「…でも、これからも『取引』は続けさせてもらいます。…彼女にも…監督にも…秘密で」
「…」
「じゃあ…また。失礼します」
 そう言って自分を哀しげな目で見送る土井垣さんを残して、俺はこの人の逗留先の部屋から出て行った。ほんの少し前、俺はこの人に対する想いが抑えられなくなり、この人が婚約者である宮田さんを裏切ってうちの監督と関係を持っている事を盾に取り、『取引』と称して自分の想いを遂げた所。しかしこうして『それ』を遂げた今、そこに残ったのは想いを遂げた充実感じゃなく、空しさと絶望だった。それはこの人が俺を想ってくれないからじゃない。そんな事はある意味最初から分かっていた事だ。この人はそんな事など比較にもならない絶望を俺に与えたのだ。

「は…づき…」
「土井垣さん…?」
 俺がぎこちなく愛撫を与えた時、この人がその愛撫に反応して出した名前は自分ではなく、この人の婚約者の名前だった。何故か分からずそれでも更にこの人に愛撫を与えていったが、この人はその愛撫には反応しても、決して俺の名前を呼ばずに愛しているだろう女性の名前を繰り返し呼んだ。
「はづ…き…はづき…そこにいるのか…?…俺を…ゆる…して…くれ…」
「土井垣さん、ここにいるのは俺です、守です…宮田さんじゃありません…」
「はづき…そんな顔を…しないでくれ…愛して…いるんだ…俺を…軽蔑しないで…くれ…」
「土井垣さん、お願いです。…俺を、不知火守を見て下さい……!」
 俺は遠い目で言葉を零している土井垣さんに懇願する。しかし、どれだけ自分がこの人に悦楽を与えても、どれだけ自分の存在を認めさせようとしても、悦楽に溺れているこの人の目には何も映っていない様だった。…いや、違う。この人は自分を通して愛する女性を見ているんだ。そんなこの人を見て、感じていると、抱いているのは確かに自分のはずなのに、その自分の中に彼女が宿っている様な錯覚すら感じた。

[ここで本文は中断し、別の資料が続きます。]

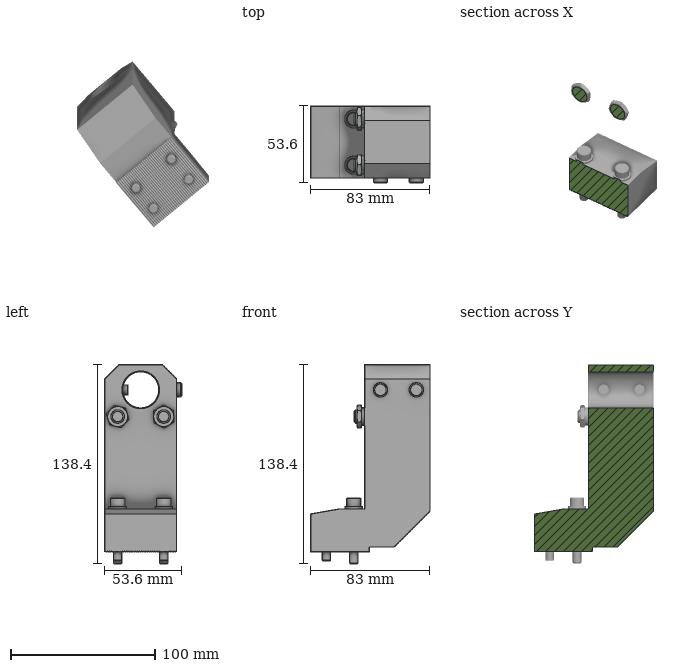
import cadquery as cq
import math

LENGTH = 83.0
WIDTH = 50.0
TOTAL_HEIGHT = 138.4
CLAMP_TIP_DROP = 8.2
BODY_HEIGHT = TOTAL_HEIGHT - CLAMP_TIP_DROP
COLUMN_X = 37.5
FOOT_HEIGHT = 30.0
TOE_SLOPE_LENGTH = 20.0
TOE_SLOPE_ANGLE = 10.0
BASE_LENGTH = 41.0
BASE_STEP = 3.5
HEEL_CHAMFER = 24.9
TOP_CHAMFER = 10.0

TOOTH_PITCH = 1.5
TOOTH_DEPTH = 0.5

BORE_DIAMETER = 25.0
BORE_CHAMFER = 0.5
BORE_Z = BODY_HEIGHT - 17.6

SIDE_SCREW_DIAMETER = 10.0
SIDE_SCREW_PROTRUSION = 3.6
SIDE_SCREW_CHAMFER = 1.0
SIDE_SCREW_X = 61.0
SIDE_SCREW_SPACING = 24.9
KEY_PIN_DIAMETER = 7.0
KEY_PIN_TIP_Y = 8.9

ROW_SPACING = 32.0
ROWS_Y = (-ROW_SPACING / 2, ROW_SPACING / 2)
WASHER_DIAMETER = 12.5

STUD_Z = BODY_HEIGHT - 36.1
STUD_DIAMETER = 9.4
STUD_PROTRUSION = 7.2
STUD_CHAMFER = 1.1
COLLAR_THICKNESS = 2.0
NUT_THICKNESS = 3.3
NUT_ACROSS_FLATS = 14.0
NUT_ACROSS_CORNERS = NUT_ACROSS_FLATS / math.cos(math.radians(30))
NUT_BEVEL_ANGLE = 30.0
NUT_CORNER_ANGLES = (-2.0, -17.0)

CLAMP_X = 30.0
CLAMP_HEAD_DIAMETER = 10.0
CLAMP_HEAD_TOP = 7.6
CLAMP_HEAD_CHAMFER = 0.5
CLAMP_WASHER_THICKNESS = 1.7
PIN_DIAMETER = 6.0
CLAMP_TIP_CHAMFER = 0.7
LOCATING_PIN_X = 11.1
LOCATING_PIN_DROP = 6.1
LOCATING_PIN_CHAMFER = 0.4

EMBED = 2.8


def rod(start, direction, diameter, length, tip_chamfer=0.0):
    """Cylinder rooted inside the body, standing out of `start` by `length`."""
    axis = cq.Vector(*direction)
    root = cq.Vector(*start) - axis * EMBED
    shape = cq.Workplane(cq.Plane(root, normal=axis)).circle(diameter / 2).extrude(length + EMBED)
    if tip_chamfer:
        shape = shape.faces(cq.selectors.DirectionMinMaxSelector(axis, True)).chamfer(tip_chamfer)
    return shape


def make_body():
    toe_height = FOOT_HEIGHT - TOE_SLOPE_LENGTH * math.tan(math.radians(TOE_SLOPE_ANGLE))
    outline = [
        (0, 0),
        (BASE_LENGTH, 0),
        (BASE_LENGTH, BASE_STEP),
        (LENGTH - HEEL_CHAMFER, BASE_STEP),
        (LENGTH, BASE_STEP + HEEL_CHAMFER),
        (LENGTH, BODY_HEIGHT),
        (COLUMN_X, BODY_HEIGHT),
        (COLUMN_X, FOOT_HEIGHT),
        (TOE_SLOPE_LENGTH, FOOT_HEIGHT),
        (0, toe_height),
    ]
    body = cq.Workplane("XZ").polyline(outline).close().extrude(WIDTH / 2, both=True)
    body = body.faces(">Z").edges("|X").chamfer(TOP_CHAMFER)

    body = body.faces("<X").workplane(origin=(0, 0, BORE_Z)).hole(BORE_DIAMETER, LENGTH)
    return body.edges("%CIRCLE").chamfer(BORE_CHAMFER)


def make_tooth_gaps():
    """V-shaped gaps, open downwards, between the teeth of the base."""
    gaps_per_side = math.ceil(WIDTH / 2 / TOOTH_PITCH)
    half_span = gaps_per_side * TOOTH_PITCH
    outline = [(-half_span, 0)]
    for i in range(-gaps_per_side, gaps_per_side):
        outline.append(((i + 0.5) * TOOTH_PITCH, TOOTH_DEPTH))
        outline.append(((i + 1) * TOOTH_PITCH, 0))
    outline += [(half_span, -TOOTH_DEPTH), (-half_span, -TOOTH_DEPTH)]
    return cq.Workplane("YZ").polyline(outline).close().extrude(BASE_LENGTH)


def make_nut(y, corner_angle):
    """Hexagon nut with its corners bevelled on both faces."""
    seat_x = COLUMN_X - COLLAR_THICKNESS
    hexagon = (
        cq.Workplane("YZ", origin=(seat_x, y, STUD_Z))
        .transformed(rotate=(0, 0, 90 + corner_angle))
        .polygon(6, NUT_ACROSS_CORNERS)
        .extrude(-NUT_THICKNESS)
    )
    face_radius = NUT_ACROSS_FLATS / 2
    corner_radius = NUT_ACROSS_CORNERS / 2
    bevel = (corner_radius - face_radius) * math.tan(math.radians(NUT_BEVEL_ANGLE))
    envelope = (
        cq.Workplane("XY", origin=(seat_x - NUT_THICKNESS, y, STUD_Z))
        .polyline(
            [
                (0, 0),
                (0, face_radius),
                (bevel, corner_radius),
                (NUT_THICKNESS - bevel, corner_radius),
                (NUT_THICKNESS, face_radius),
                (NUT_THICKNESS, 0),
            ]
        )
        .close()
        .revolve(360, (0, 0, 0), (1, 0, 0))
    )
    return hexagon.intersect(envelope)


def make_side_screws():
    parts = []
    for x in (SIDE_SCREW_X - SIDE_SCREW_SPACING / 2, SIDE_SCREW_X + SIDE_SCREW_SPACING / 2):
        head_start = (x, -WIDTH / 2, BORE_Z)
        parts.append(
            rod(head_start, (0, -1, 0), SIDE_SCREW_DIAMETER, SIDE_SCREW_PROTRUSION, SIDE_SCREW_CHAMFER)
        )
        wall = (x, BORE_DIAMETER / 2, BORE_Z)
        parts.append(rod(wall, (0, -1, 0), KEY_PIN_DIAMETER, BORE_DIAMETER / 2 - KEY_PIN_TIP_Y))
    return parts


def make_stud_with_nut(y, corner_angle):
    seat = (COLUMN_X, y, STUD_Z)
    outward = (-1, 0, 0)
    collar = rod(seat, outward, WASHER_DIAMETER, COLLAR_THICKNESS)
    stud = rod(seat, outward, STUD_DIAMETER, STUD_PROTRUSION, STUD_CHAMFER)
    return [collar, stud, make_nut(y, corner_angle)]


def make_foot_fasteners(y):
    seat = (CLAMP_X, y, FOOT_HEIGHT)
    up = (0, 0, 1)
    down = (0, 0, -1)
    return [
        rod(seat, up, WASHER_DIAMETER, CLAMP_WASHER_THICKNESS),
        rod(seat, up, CLAMP_HEAD_DIAMETER, CLAMP_HEAD_TOP, CLAMP_HEAD_CHAMFER),
        rod((CLAMP_X, y, 0), down, PIN_DIAMETER, CLAMP_TIP_DROP, CLAMP_TIP_CHAMFER),
        rod((LOCATING_PIN_X, y, 0), down, PIN_DIAMETER, LOCATING_PIN_DROP, LOCATING_PIN_CHAMFER),
    ]


fasteners = make_side_screws()
for row_y, nut_angle in zip(ROWS_Y, NUT_CORNER_ANGLES):
    fasteners += make_stud_with_nut(row_y, nut_angle)
    fasteners += make_foot_fasteners(row_y)

result = make_body().cut(make_tooth_gaps())
for fastener in fasteners:
    result = result.union(fastener)

そう思った時、俺はこの人と以前交わした会話をふと思い出した。

『…不思議だな』
『何がですか?』
『いや…時々なんだが、お前と葉月がどこか重なってな…』
『宮田さんと俺が…ですか?』
『ああ。性格は全く違うはずなのに…おかしいよな』
『そうですね…ああ、そうか。もしかすると、土井垣さんに対する考え方が彼女と俺は似てるのかもしれませんね。それが土井垣さんに伝わっているから、そう言う風に感じるのかもしれませんよ』
『ああ、そういう事か。だったら納得がいくな』

 あの時本当に言いたかったのは、彼女と同じ様にあなたを俺も愛しています、という事だった。叶うはずのない絶望的な片想い。もしかして彼女も俺と同じ様に、愛されていながらもある種絶望的な片想いをこの人に対して抱いているのだろうか。そしてこの人も無意識にそれを感じ取ったからこそ、この人は自分と彼女を重ねたのだろうか――しかし、俺にとってそれは、更なる絶望を招き寄せるだけだった。この人が愛しているのは彼女だけ。そして自分はその彼女の身代わりにしかなれない。しかも身代わりだとしても、まだ自分として見てくれるなら耐えられる。それすら自分には許されず、この人は自分の中の『彼女』を見詰めて、その『彼女』しか見えていないんだ。そうして自分が与える悦楽にもこの人は『彼女』を見出し、遠い目で恍惚の表情を見せ、その心のまま呟く。
「はづき…愛して…いる……俺の…おれだけの…いと…しい…マリア…」
「…」
 俺は何も言わず、ただこの人に悦楽を与え続けた。いや、もう何も言えなかったのだ。この人が監督と関係を持っていたとしても、結局は彼女を誰よりも愛していると分かったほんの少しの安堵と、何をしても自分は彼女のコピーにしかならないという、完全なる絶望――俺がこの行為で得られるのはそれだけ。それが分かった時、俺は言葉をなくした。しかし言葉をなくしたもう一つ心の中で、俺は更に絶望的な決意を自分に課していた。たとえ彼女のコピーでも、この人が得られるならかまわない。たとえ後に残るのが絶望だとしても、自分はこの人と関係を続ける。そしていつか、俺が与える悦楽の中に自分を見つけてくれるかもしれない、というほんの少しの、しかし絶望的な期待を胸に秘めて――そう決心した時、土井垣さんは頂点に達し、彼女の名を呼びながら欲望を放出する。それに反応して、俺も絶望的な想いを放出した。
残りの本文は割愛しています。